While doing research into naming conventions for my WIP I discovered an unusual naming convention from Bali I adapted for my story.  Basically they name all first born, second born and third born one of a handful of names.  When they get to child number four they go back to the first born names.  To distinguish them from others they'll have a second name to distinguish them from all the others who have that name.  That second name could be as simple as a number or a personality description.

Fijian Indian names cause all sorts of problems here in New Zealand because our computers require first name and surname but they often have no surname.  To get around this they would use their name as both name and surname.

If all else fails just call a person a number.  I had a female Samoan friend called Fulu   Her full name in Samoan simply means 20!

And one piece of advice: Be careful about the order of names.  In most of Asia the surname comes first then the given name.


----------



## summondice (Oct 23, 2018)

There are Latin cultures that also have interesting name order and section methods, as I'm sure you're aware, given the amount of research you've done on the topic  

Maybe I'll take a page from Bali myself - the orphanage selects last names based on some aspect of their arrival from a handful of possibilities, assuming the child doesn't have a known last name. Year, probably. Other kids that arrive that year without a surname then also have another random aspect added to their name. The practical purpose would simply be to clarify that two kids are not related. 

Maybe. I'm not entirely sold on it yet, but it's an idea.


----------



## Ban (Oct 23, 2018)

skip.knox said:


> but I aim for lesser known groups such as Swabian or Frisian or Galician. It's a constant challenge, but I have quite a large library of names pulled from indices of history books.



Since you mention the Frisians, is there any chance of any Limburgish names in your world? I'd love to see a Sjeng, Sjra or Twen in fantasy.

Sorry for the quick hijack, but I had to do it. I've never thought of naming conventions for orphans in my world, but now that you brought it up, I will have to think about it. Thanks for giving me another worldbuilding diversion


----------



## skip.knox (Oct 23, 2018)

Nothing so far, but I don't have a story set in that part of the world. Maybe in The Falconer, since I'll be spending a fair amount of time with Otto of Brunswick, and Fritz will get as far as Koeln, so I could bring a Sjeng up from Maastricht or some such. Thanks for the reminder that the whole Duchy of Burgundy is a wonderland of mini-cultures.


----------



## Ban (Oct 23, 2018)

Happy to remind you of our weird burgundian existence, and good old Mestreech would be a nice setting I'd imagine, though a lot of its main features only came about after the mining industry kicked off, so I might be imagining it as more than it likely was at the time. I'll have to keep an eye on "the Falconer".


----------



## Ireth (Oct 23, 2018)

skip.knox said:


> There are two main modifications I have to make. One is Christian names. Since I keep Christianity as an obscure Middle Eastern sect that never made it out of Palestine, I have to throw out a great many names like Paul or Aaron.

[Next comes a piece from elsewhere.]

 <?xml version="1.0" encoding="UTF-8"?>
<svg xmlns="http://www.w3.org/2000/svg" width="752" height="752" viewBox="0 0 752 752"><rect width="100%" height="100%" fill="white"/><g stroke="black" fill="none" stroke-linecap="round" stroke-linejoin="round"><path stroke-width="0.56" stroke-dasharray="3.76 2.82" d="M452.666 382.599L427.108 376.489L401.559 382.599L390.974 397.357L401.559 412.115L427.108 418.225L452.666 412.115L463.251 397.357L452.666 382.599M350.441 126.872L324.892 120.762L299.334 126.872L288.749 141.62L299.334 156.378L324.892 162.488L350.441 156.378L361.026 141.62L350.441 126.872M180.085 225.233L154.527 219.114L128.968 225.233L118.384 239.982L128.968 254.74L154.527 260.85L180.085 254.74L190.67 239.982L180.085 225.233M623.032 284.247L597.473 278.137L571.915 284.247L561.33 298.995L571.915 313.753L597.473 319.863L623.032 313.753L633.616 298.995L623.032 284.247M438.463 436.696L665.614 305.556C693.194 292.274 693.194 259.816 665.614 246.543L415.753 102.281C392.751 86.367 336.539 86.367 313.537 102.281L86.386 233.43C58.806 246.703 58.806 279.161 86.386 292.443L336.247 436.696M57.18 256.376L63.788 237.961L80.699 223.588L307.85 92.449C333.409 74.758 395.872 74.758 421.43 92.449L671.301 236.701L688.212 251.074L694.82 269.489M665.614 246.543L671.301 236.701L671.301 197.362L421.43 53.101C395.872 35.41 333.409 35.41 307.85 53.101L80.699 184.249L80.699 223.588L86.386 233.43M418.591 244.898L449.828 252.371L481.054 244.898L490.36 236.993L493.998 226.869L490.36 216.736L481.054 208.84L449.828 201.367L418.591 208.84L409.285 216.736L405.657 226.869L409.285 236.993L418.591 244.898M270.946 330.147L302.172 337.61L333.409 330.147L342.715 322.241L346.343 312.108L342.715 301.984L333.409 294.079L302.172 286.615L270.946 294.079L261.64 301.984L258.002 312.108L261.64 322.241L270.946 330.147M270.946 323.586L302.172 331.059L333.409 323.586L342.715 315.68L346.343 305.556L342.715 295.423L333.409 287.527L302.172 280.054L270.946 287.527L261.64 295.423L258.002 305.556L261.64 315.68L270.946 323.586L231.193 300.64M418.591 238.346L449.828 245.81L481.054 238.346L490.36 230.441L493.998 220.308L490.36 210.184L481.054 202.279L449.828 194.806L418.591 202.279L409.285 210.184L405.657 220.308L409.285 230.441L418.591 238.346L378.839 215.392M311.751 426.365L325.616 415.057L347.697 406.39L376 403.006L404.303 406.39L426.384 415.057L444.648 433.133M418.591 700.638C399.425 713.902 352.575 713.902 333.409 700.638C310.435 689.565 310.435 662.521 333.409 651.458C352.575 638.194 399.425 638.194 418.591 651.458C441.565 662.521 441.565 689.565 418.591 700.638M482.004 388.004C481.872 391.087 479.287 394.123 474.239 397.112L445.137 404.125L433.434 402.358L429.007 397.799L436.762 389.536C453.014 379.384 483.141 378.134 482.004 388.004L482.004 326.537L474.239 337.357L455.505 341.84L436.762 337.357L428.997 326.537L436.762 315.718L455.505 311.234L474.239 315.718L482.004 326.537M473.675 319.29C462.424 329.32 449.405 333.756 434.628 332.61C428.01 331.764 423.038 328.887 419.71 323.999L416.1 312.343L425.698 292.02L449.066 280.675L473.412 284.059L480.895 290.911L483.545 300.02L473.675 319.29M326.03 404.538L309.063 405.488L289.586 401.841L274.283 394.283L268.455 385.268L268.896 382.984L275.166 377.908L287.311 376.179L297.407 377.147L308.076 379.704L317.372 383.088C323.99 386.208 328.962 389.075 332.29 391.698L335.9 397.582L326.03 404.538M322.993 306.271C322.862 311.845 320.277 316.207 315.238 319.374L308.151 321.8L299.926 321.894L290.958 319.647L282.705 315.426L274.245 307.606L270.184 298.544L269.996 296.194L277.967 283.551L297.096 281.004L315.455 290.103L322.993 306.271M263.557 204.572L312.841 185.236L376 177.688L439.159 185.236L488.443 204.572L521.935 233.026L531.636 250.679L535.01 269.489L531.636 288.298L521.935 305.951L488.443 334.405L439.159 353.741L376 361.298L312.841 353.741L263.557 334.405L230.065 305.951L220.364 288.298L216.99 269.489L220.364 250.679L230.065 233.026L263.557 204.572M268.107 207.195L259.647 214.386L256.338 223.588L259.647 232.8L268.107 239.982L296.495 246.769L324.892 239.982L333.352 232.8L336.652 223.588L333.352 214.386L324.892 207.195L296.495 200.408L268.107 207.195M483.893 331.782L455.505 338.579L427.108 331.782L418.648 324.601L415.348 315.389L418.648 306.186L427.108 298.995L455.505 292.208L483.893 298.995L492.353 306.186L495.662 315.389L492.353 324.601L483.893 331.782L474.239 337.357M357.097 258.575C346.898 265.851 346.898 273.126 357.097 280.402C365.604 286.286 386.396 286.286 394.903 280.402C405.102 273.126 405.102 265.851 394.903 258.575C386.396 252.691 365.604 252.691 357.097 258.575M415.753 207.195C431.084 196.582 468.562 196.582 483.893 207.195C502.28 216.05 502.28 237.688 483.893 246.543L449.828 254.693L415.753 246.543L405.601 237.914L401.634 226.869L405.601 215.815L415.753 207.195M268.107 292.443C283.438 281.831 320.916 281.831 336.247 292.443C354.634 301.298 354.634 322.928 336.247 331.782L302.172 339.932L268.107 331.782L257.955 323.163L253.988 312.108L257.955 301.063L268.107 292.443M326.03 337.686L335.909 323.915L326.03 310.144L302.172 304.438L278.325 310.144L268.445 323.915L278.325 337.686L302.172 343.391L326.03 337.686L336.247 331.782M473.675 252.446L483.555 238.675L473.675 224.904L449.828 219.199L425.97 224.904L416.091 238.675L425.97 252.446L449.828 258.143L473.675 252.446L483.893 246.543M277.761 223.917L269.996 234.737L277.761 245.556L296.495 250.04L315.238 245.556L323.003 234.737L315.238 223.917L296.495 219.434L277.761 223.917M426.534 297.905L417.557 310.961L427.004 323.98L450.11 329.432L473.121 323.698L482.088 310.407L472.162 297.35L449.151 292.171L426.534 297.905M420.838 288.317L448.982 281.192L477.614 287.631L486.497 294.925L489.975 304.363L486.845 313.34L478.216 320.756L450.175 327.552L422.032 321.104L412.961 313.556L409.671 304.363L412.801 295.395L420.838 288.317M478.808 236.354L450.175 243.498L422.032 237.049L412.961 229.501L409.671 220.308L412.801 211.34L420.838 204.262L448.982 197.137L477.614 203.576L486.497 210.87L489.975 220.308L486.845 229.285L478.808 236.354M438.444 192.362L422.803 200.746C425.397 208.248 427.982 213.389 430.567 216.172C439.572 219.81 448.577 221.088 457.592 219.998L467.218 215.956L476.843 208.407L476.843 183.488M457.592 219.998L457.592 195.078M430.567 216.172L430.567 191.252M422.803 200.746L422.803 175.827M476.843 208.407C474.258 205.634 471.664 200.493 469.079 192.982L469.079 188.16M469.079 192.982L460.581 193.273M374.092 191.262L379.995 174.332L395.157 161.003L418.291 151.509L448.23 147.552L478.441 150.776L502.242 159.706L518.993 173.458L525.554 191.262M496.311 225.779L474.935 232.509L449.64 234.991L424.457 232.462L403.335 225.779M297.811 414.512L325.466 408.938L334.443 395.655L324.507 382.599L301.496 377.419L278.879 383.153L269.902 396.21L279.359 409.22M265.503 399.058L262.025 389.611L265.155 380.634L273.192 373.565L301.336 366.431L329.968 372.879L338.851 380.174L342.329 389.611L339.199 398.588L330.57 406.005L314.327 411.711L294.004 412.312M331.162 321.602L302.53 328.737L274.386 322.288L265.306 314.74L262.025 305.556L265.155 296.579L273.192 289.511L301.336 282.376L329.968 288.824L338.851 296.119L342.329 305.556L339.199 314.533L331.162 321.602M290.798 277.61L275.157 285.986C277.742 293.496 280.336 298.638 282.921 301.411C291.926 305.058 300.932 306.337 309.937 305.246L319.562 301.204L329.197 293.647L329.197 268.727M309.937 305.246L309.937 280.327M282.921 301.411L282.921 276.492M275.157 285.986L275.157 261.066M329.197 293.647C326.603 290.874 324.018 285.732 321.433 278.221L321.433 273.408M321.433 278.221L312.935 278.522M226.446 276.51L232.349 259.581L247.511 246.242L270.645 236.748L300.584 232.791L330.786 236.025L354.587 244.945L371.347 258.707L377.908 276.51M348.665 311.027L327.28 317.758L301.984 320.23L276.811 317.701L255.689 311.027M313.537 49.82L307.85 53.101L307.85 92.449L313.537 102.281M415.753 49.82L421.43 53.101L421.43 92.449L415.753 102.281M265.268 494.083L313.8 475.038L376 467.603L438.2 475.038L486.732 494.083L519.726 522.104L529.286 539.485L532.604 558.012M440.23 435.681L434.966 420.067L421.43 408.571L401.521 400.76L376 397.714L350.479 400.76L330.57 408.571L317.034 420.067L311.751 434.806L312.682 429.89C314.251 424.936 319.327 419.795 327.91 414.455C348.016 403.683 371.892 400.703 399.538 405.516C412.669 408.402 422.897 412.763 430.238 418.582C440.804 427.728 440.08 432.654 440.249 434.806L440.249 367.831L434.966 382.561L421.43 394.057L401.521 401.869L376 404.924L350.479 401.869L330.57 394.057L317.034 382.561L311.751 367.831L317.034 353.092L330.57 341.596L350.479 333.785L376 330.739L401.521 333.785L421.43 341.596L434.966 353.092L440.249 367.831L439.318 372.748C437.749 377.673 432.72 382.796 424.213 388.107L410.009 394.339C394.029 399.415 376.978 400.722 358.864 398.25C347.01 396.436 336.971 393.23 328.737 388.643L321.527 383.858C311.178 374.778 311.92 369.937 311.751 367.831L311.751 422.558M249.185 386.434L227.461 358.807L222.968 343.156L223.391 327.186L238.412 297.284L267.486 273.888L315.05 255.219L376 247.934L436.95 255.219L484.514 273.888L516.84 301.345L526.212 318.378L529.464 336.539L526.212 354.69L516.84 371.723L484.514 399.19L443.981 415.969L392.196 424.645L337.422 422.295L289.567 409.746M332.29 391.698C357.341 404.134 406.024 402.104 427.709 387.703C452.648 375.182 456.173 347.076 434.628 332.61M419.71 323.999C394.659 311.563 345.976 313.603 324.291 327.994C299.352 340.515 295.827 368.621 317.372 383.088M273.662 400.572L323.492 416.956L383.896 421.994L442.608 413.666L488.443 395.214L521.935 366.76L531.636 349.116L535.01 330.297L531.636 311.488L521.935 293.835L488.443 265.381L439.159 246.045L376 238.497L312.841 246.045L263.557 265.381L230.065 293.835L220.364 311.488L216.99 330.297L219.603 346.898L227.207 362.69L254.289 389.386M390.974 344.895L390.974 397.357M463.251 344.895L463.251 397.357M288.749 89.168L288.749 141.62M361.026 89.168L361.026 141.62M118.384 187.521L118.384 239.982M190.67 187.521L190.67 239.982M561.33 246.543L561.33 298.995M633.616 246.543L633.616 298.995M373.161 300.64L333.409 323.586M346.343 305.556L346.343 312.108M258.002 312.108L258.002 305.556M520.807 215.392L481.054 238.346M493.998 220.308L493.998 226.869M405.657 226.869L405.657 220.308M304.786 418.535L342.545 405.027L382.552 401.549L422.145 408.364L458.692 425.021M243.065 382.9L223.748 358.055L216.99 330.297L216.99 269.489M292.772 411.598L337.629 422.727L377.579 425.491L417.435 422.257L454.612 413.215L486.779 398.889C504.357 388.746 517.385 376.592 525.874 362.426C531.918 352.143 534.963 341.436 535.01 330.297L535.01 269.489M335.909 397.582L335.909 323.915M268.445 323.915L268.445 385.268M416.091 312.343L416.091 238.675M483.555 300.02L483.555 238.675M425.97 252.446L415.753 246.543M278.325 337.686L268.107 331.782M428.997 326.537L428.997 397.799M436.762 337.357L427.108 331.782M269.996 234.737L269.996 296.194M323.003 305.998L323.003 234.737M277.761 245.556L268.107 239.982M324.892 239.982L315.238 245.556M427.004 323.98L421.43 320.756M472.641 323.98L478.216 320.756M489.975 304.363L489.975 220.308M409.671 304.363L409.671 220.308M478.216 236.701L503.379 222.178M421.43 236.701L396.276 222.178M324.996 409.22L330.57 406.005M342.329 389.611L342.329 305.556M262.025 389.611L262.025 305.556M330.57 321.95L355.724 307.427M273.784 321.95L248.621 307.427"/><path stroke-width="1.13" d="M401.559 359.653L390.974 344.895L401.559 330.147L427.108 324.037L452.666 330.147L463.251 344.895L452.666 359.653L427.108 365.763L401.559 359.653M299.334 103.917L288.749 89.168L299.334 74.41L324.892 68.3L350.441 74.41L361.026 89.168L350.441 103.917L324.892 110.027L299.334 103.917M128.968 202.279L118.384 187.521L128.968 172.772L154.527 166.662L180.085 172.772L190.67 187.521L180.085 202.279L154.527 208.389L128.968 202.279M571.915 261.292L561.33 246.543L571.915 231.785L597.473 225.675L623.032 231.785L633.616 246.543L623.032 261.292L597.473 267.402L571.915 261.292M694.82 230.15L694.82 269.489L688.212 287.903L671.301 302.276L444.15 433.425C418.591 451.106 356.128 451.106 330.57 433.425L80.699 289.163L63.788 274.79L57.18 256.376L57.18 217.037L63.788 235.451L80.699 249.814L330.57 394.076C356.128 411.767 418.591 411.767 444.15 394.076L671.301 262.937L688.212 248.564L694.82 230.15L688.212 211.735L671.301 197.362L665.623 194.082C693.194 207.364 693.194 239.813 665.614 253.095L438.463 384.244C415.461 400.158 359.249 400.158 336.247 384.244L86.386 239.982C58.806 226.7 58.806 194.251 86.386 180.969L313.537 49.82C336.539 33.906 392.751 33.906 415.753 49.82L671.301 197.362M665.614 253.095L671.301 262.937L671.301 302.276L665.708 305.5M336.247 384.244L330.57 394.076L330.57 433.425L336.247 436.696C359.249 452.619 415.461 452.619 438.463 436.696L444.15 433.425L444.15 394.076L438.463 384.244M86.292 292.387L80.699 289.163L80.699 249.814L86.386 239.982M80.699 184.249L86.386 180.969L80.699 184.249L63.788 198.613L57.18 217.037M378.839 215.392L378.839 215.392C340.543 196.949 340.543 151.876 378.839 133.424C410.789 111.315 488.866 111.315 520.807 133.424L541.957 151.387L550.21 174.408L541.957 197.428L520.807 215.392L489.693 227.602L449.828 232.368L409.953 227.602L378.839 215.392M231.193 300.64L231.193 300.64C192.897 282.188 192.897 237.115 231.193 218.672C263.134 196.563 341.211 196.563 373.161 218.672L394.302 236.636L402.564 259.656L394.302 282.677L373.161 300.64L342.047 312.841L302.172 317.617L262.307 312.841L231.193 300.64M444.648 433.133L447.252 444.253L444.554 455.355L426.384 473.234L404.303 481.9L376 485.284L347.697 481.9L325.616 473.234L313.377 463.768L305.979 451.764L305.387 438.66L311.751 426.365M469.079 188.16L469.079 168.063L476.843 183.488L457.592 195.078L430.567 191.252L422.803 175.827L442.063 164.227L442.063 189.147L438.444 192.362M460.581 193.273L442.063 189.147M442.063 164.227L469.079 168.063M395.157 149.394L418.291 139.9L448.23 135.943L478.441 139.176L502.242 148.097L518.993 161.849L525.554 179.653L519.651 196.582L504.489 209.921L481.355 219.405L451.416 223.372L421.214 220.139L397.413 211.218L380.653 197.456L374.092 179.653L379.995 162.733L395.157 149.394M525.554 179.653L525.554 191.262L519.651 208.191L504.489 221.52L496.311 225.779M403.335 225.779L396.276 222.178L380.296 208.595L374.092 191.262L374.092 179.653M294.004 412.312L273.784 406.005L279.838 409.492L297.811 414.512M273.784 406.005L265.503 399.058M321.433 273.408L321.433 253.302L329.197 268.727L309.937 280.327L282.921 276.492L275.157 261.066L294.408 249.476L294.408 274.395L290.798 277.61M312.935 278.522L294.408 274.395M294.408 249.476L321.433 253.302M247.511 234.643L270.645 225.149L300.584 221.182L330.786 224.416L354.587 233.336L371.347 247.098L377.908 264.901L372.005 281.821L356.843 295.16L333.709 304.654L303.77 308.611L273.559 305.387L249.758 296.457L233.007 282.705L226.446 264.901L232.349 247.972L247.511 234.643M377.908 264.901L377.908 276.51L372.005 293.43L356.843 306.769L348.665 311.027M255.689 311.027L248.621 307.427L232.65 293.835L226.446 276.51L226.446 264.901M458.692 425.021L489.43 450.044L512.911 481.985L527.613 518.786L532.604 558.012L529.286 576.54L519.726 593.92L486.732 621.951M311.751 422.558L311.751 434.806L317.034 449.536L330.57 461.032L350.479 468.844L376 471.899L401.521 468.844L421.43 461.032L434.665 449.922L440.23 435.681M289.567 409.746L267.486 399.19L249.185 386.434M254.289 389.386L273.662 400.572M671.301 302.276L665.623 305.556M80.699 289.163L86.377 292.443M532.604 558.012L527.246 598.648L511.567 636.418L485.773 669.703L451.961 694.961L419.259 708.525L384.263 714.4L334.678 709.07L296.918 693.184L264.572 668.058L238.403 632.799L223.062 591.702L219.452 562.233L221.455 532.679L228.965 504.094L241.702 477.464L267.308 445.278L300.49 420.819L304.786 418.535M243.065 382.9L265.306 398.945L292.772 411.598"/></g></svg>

Small nitpick here, but those are Jewish/Hebrew names, not Christian. While yes, Judaism was the precursor to Christianity, they became far more distinct over time.


----------



## skip.knox (Oct 23, 2018)

Wouldn't the Jewish name be Saul? And the Greek version be Paul?

I love a well-picked nit.


----------



## Devor (Oct 23, 2018)

summondice said:


> I thought about taking this approach, but decided against it when I thought about how an orphanage might not want someone out there making a newm of their name. I may yet use it as a kind of honor that the orphanage gives to certain orphans as they enter the world, or those who enter their employ.



I wouldn't have assumed the orphanage had a say in the matter.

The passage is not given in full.